Brooks drastically changed the setting of Lord Jim from the novel. Conrad set it in the Malaysian archipelego and had the population mainly Muslim. Brooks, with the Vietnam conflict heating up, moved the story's climax to French Indochina and made the population Buddhist. Coppola likewise took Conrad's African setting for Heart of Darkness and exchanged it for one in Vietnam.

In a similar manner Brooks took a minor, easily dismissed character of Conrad's in Lord Jim, Sherif Ali, and replaced him with an avatar of Kurtz from Conrad's Heart of Darkness. Eli Wallach played the role to the hilt as the ruthless French "General."

In the documentary Hearts of Darkness Coppola laments that he expected the trim, authoratative Marlon Brando, but instead got an obese Brando who was constantly bugging Coppola with questions about Kurtz's motivation. On the spot Coppola decided to go another direction and have Kurtz portayed as a guy who had let himself go in every sense of the word. Reading between the lines here, it seems clear that Coppola originally wanted a performance along the lines of Wallach's- the cold, stern warlord who survives by being more barbaric than the barbarians around him, instead he and Brando portayed Kurtz as a man whom "the horror" had caused to totally degenerate.

Coppola also ripped off much of Brooks' imagery- dissolving shots of Angkor Wat-style ruins with eerie "native" music playing. Brooks had the major confrontation between Jim and the General (with the General torturing Jim) intercut with a scene of a ritualised martial-arts bout set to music while an an attendant crowd of locals watch. Coppola has the climactic scene where Willard kills Kurtz intercut with a scene of a water buffalo being ritually slaughtered before an audience while the Doors' "The End" plays.
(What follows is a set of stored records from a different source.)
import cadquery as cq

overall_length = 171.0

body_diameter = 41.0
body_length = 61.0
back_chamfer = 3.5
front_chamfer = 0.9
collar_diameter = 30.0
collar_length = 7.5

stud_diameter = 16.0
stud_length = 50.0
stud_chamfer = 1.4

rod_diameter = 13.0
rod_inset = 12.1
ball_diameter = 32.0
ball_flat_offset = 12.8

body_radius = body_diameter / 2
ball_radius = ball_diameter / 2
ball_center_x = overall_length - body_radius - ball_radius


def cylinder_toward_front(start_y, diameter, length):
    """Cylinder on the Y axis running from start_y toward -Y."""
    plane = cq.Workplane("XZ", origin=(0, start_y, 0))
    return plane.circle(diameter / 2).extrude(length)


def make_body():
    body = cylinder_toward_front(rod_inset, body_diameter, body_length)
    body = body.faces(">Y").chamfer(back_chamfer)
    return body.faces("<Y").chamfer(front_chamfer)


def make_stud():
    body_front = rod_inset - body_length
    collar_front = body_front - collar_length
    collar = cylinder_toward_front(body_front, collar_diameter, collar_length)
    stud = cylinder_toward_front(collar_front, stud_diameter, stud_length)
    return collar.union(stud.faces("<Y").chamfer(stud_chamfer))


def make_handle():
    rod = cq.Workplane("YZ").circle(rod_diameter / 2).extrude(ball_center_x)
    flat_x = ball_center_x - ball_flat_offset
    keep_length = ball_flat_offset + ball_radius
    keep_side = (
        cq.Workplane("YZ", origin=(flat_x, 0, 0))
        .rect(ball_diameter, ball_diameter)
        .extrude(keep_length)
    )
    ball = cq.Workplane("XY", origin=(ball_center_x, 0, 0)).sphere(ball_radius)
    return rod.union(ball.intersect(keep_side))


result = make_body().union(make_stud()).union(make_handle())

I get the impression that a young Coppola saw Lord Jim and while he loved the setting and Brooks imagery, he hated the sappy dialogue and romance. That Brooks' imagery had a powerful effect on Coppola is visible in the way Coppola inserted shots and scenes that were almost direct parallels to those in Brooks' Lord Jim.

"Ripping off" implies criticism, and I don't really mean to criticise Coppola. Film, like any art, is constantly evolving as new artists look at what has come before and adapt elements from previous works.

I think it is fairly obvious that Apocalypse Now is an infinitely more powerful film than Lord Jim, but to a certain extent Apocalypse Now was able to reach the heights it did because Lord Jim, even if it did not fully succeed, did indicate what could be achieved in shooting a Conrad tale set in South East Asia.

I don't know if it is justifiable, especially without deeper research, to say that Apocalypse Now would not have been made or would not have been as good a movie without Lord Jim to precede it, but I'd definitely argue that Lord Jim was an important source of inspiration for Coppola, as much for its failings as for its successes.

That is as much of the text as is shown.